Within GML, you have to define a ‘Spatial Reference System’ (SRS) which defines how the points you encode are interpreted and mapped to the Earth’s surface.
Every SRS has bounds and a center point; from where 0 is measured.
The SRS I have seen used most frequently is WGS 84 — the global standard for GPS coordinates — which defines the world from -180, -90
to 180, 90
.
You also have OSGB36 (or EPSG:27700
) which is specifically used in the UK by our national mapping agency, which defines the bounds from 0, 0
to 700000, 1300000
.
Many countries have their own SRSs to ensure local features are mapped accurately.

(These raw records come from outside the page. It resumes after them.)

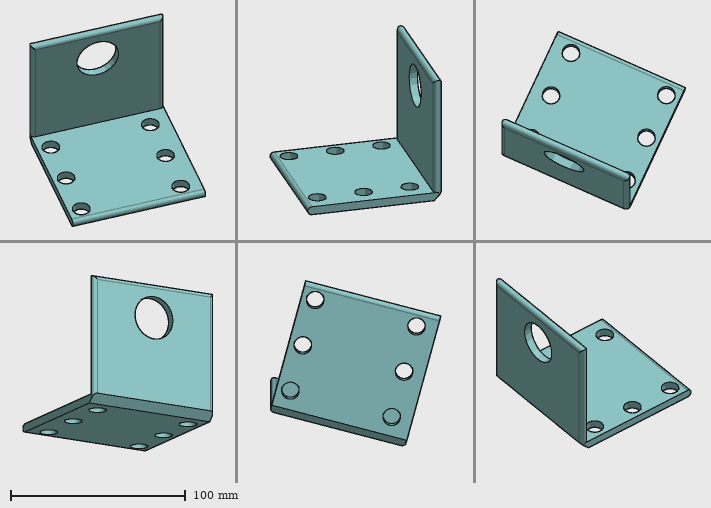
import cadquery as cq

length = 80.0
width = 80.0
height = 75.0
thickness = 5.0

edge_radius = thickness / 2
half_width = width / 2

wall_hole_diameter = 25.0
wall_hole_below_top = 20.0

base_hole_diameter = 10.0
base_hole_pitch = 27.5
base_holes_per_row = 3
last_hole_from_end = 9.0
front_row_from_side = 8.0
row_spacing = 60.0


def make_wall():
    """Upright plate with full-round top and side edges, which meet in mitred corners."""
    side_shape = (
        cq.Workplane("XZ")
        .moveTo(0, 0)
        .lineTo(0, height - edge_radius)
        .threePointArc((edge_radius, height), (thickness, height - edge_radius))
        .lineTo(thickness, 0)
        .close()
        .extrude(half_width, both=True)
    )
    plan_shape = (
        cq.Workplane("XY")
        .center(edge_radius, 0)
        .slot2D(width, thickness, 90)
        .extrude(height)
    )
    return side_shape.intersect(plan_shape)


def make_base():
    """Flat plate with square sides and a full-round far end, starting mid-way through the wall."""
    return (
        cq.Workplane("XZ")
        .moveTo(edge_radius, 0)
        .lineTo(length - edge_radius, 0)
        .threePointArc((length, edge_radius), (length - edge_radius, thickness))
        .lineTo(edge_radius, thickness)
        .close()
        .extrude(half_width, both=True)
    )


def make_corner_cut():
    """Wedge that bevels the outer bottom corner at 45 degrees over one plate thickness."""
    return (
        cq.Workplane("XZ")
        .polyline([(0, 0), (thickness, 0), (0, thickness)])
        .close()
        .extrude(half_width, both=True)
    )


def make_wall_hole():
    return (
        cq.Workplane("YZ")
        .center(0, height - wall_hole_below_top)
        .circle(wall_hole_diameter / 2)
        .extrude(thickness)
    )


def make_base_holes():
    last_x = length - last_hole_from_end
    front_y = front_row_from_side - half_width
    centres = [
        (last_x - column * base_hole_pitch, y)
        for column in range(base_holes_per_row)
        for y in (front_y, front_y + row_spacing)
    ]
    return (
        cq.Workplane("XY")
        .pushPoints(centres)
        .circle(base_hole_diameter / 2)
        .extrude(thickness)
    )


result = (
    make_wall()
    .union(make_base())
    .cut(make_corner_cut())
    .cut(make_wall_hole())
    .cut(make_base_holes())
)

Ordnance Survey have some wonderful pages that dive deeper into this better than I can (with some really helpful pictures). Their page on myths and their page on the shape of the earth are great if you want to know more!
A coordinate like 50.909662, -1.405141
means nothing by itself.
You could assume that it is a lat/lon in WGS 84, and in this case you would be presented with the Cenotaph, in my hometown.
However, the numbers could also represent a lon/lat, and the location would be off the coast of Somalia.
The SRS encodes if longitude or latitude should be first, but that doesn’t stop humans from getting it wrong (or software for that matter).
It would have probably been simpler to introduce a specification which didn’t make this mistake possible. Well the story I was told — which I cannot find independent verification for online, so it might be folklore — is that the original GML spec did define only one way to order latitude and longitude, but the examples in the document were the wrong way around. By the time anyone had figured it out, it was too late. Some followed the specification, others copied the examples; everyone had picked a way and started working with it.
Reference Geometries
One of the more complex cases when loading GML comes when you have ‘referenced’ geometries. When defining the geometry representing a feature, humans tend to take shortcuts.
For example, if a cartographer was defining a field that runs up to a river, they might define the following:
From the gate the field runs 200 meters north, then west to the river, then it follows the bank of the river south for 200 meters, before coming back to the gate.
This is normally how the world works. If the bank of the river moves, the field doesn’t extend into the middle of the river; the field contracts to the new bank of the river.
This makes using the data much harder in systems that don’t handle references (like databases). Datasets frequently won’t tell you the section of the river that applies, you have to look it up in another part of the data, and extract the relevant part.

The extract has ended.